- **To do**: Line by line, repeat the material below exactly and skip the images.

- **Exercise materials**:
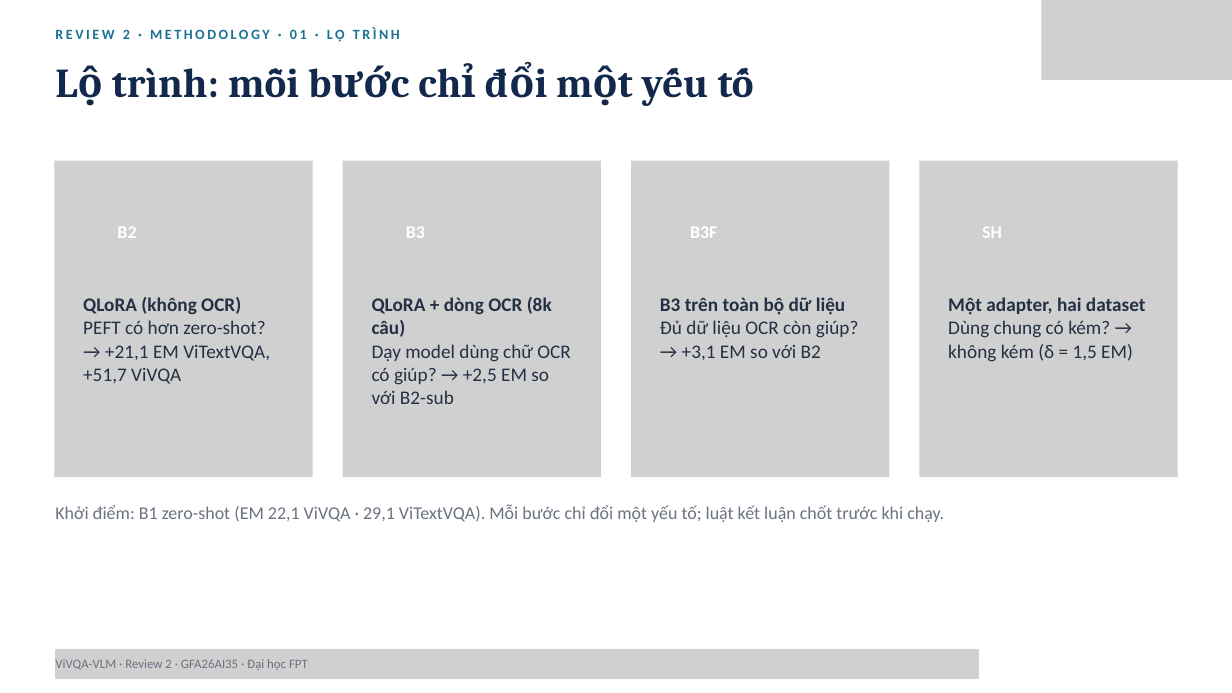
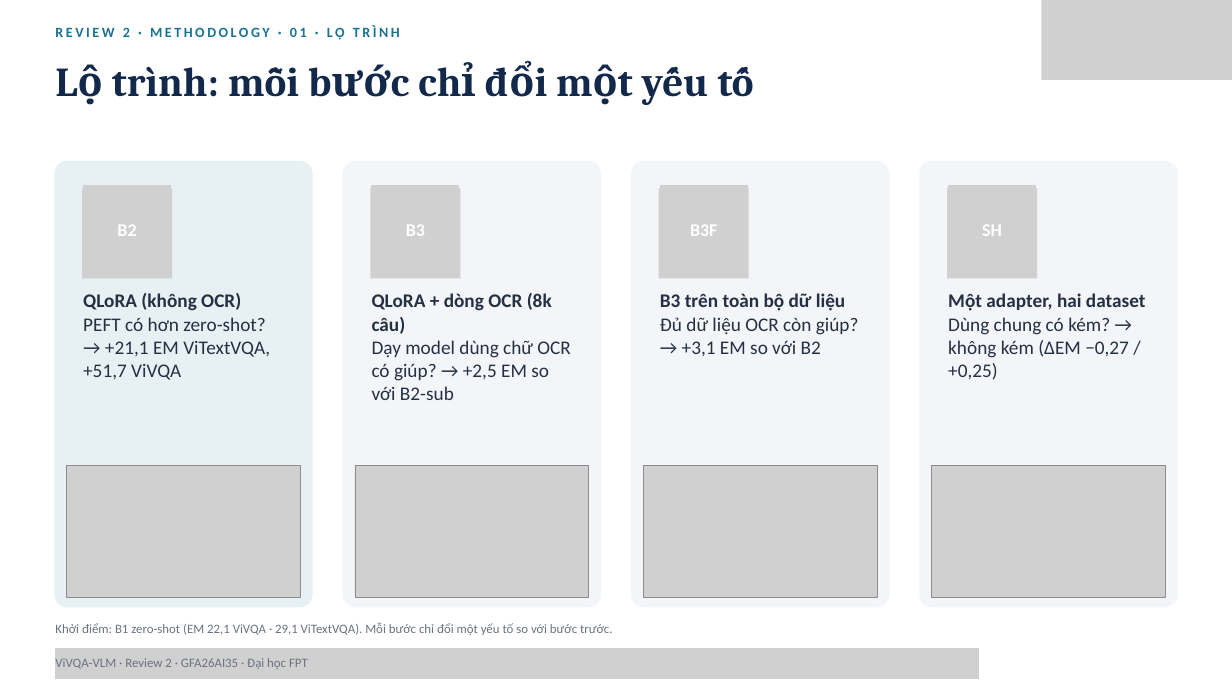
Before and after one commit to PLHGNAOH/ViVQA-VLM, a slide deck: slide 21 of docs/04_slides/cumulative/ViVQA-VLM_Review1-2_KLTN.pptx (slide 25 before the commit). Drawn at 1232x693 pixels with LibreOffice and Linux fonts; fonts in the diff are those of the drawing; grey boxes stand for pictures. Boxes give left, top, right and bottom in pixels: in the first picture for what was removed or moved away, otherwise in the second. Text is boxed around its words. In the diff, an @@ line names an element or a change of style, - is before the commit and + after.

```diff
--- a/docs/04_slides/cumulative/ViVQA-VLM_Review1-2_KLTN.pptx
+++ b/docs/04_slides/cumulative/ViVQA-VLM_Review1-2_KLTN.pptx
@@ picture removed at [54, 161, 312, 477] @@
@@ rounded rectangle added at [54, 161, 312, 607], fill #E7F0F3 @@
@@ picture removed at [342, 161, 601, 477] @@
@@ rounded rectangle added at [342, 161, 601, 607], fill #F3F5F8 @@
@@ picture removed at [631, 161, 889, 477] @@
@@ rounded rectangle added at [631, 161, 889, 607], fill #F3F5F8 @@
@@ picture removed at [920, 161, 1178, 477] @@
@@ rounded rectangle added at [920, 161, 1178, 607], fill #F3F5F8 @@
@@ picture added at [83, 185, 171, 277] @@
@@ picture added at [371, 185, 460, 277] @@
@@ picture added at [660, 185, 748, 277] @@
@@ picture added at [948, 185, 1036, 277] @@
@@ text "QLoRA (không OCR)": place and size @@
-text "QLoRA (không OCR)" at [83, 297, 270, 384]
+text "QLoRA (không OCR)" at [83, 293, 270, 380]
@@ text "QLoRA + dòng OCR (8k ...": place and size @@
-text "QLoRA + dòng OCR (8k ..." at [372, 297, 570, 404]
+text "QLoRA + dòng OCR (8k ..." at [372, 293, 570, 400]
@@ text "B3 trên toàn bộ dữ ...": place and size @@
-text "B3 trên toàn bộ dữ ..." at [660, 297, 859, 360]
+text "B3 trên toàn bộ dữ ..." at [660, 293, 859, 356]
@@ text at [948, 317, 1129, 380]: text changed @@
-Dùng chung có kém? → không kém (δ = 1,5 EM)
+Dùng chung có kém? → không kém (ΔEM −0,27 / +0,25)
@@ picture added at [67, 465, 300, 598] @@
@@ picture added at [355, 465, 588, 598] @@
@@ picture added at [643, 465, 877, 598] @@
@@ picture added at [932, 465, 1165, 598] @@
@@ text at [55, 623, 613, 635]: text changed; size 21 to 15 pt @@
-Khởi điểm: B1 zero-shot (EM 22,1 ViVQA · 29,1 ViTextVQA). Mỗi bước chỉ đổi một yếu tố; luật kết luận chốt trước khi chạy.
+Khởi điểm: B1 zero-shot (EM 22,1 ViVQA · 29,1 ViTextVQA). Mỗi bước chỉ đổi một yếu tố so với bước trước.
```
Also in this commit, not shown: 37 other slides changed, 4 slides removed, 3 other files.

- **Written solution**:
Before and after one commit to PLHGNAOH/ViVQA-VLM, a slide deck: slide 21 of docs/04_slides/cumulative/ViVQA-VLM_Review1-2_KLTN.pptx (slide 25 before the commit). Drawn at 1232x693 pixels with LibreOffice and Linux fonts; fonts in the diff are those of the drawing; grey boxes stand for pictures. Boxes give left, top, right and bottom in pixels: in the first picture for what was removed or moved away, otherwise in the second. Text is boxed around its words. In the diff, an @@ line names an element or a change of style, - is before the commit and + after.

```diff
--- a/docs/04_slides/cumulative/ViVQA-VLM_Review1-2_KLTN.pptx
+++ b/docs/04_slides/cumulative/ViVQA-VLM_Review1-2_KLTN.pptx
@@ picture removed at [54, 161, 312, 477] @@
@@ rounded rectangle added at [54, 161, 312, 607], fill #E7F0F3 @@
@@ picture removed at [342, 161, 601, 477] @@
@@ rounded rectangle added at [342, 161, 601, 607], fill #F3F5F8 @@
@@ picture removed at [631, 161, 889, 477] @@
@@ rounded rectangle added at [631, 161, 889, 607], fill #F3F5F8 @@
@@ picture removed at [920, 161, 1178, 477] @@
@@ rounded rectangle added at [920, 161, 1178, 607], fill #F3F5F8 @@
@@ picture added at [83, 185, 171, 277] @@
@@ picture added at [371, 185, 460, 277] @@
@@ picture added at [660, 185, 748, 277] @@
@@ picture added at [948, 185, 1036, 277] @@
@@ text "QLoRA (không OCR)": place and size @@
-text "QLoRA (không OCR)" at [83, 297, 270, 384]
+text "QLoRA (không OCR)" at [83, 293, 270, 380]
@@ text "QLoRA + dòng OCR (8k ...": place and size @@
-text "QLoRA + dòng OCR (8k ..." at [372, 297, 570, 404]
+text "QLoRA + dòng OCR (8k ..." at [372, 293, 570, 400]
@@ text "B3 trên toàn bộ dữ ...": place and size @@
-text "B3 trên toàn bộ dữ ..." at [660, 297, 859, 360]
+text "B3 trên toàn bộ dữ ..." at [660, 293, 859, 356]
@@ text at [948, 317, 1129, 380]: text changed @@
-Dùng chung có kém? → không kém (δ = 1,5 EM)
+Dùng chung có kém? → không kém (ΔEM −0,27 / +0,25)
@@ picture added at [67, 465, 300, 598] @@
@@ picture added at [355, 465, 588, 598] @@
@@ picture added at [643, 465, 877, 598] @@
@@ picture added at [932, 465, 1165, 598] @@
@@ text at [55, 623, 613, 635]: text changed; size 21 to 15 pt @@
-Khởi điểm: B1 zero-shot (EM 22,1 ViVQA · 29,1 ViTextVQA). Mỗi bước chỉ đổi một yếu tố; luật kết luận chốt trước khi chạy.
+Khởi điểm: B1 zero-shot (EM 22,1 ViVQA · 29,1 ViTextVQA). Mỗi bước chỉ đổi một yếu tố so với bước trước.
```
Also in this commit, not shown: 37 other slides changed, 4 slides removed, 3 other files.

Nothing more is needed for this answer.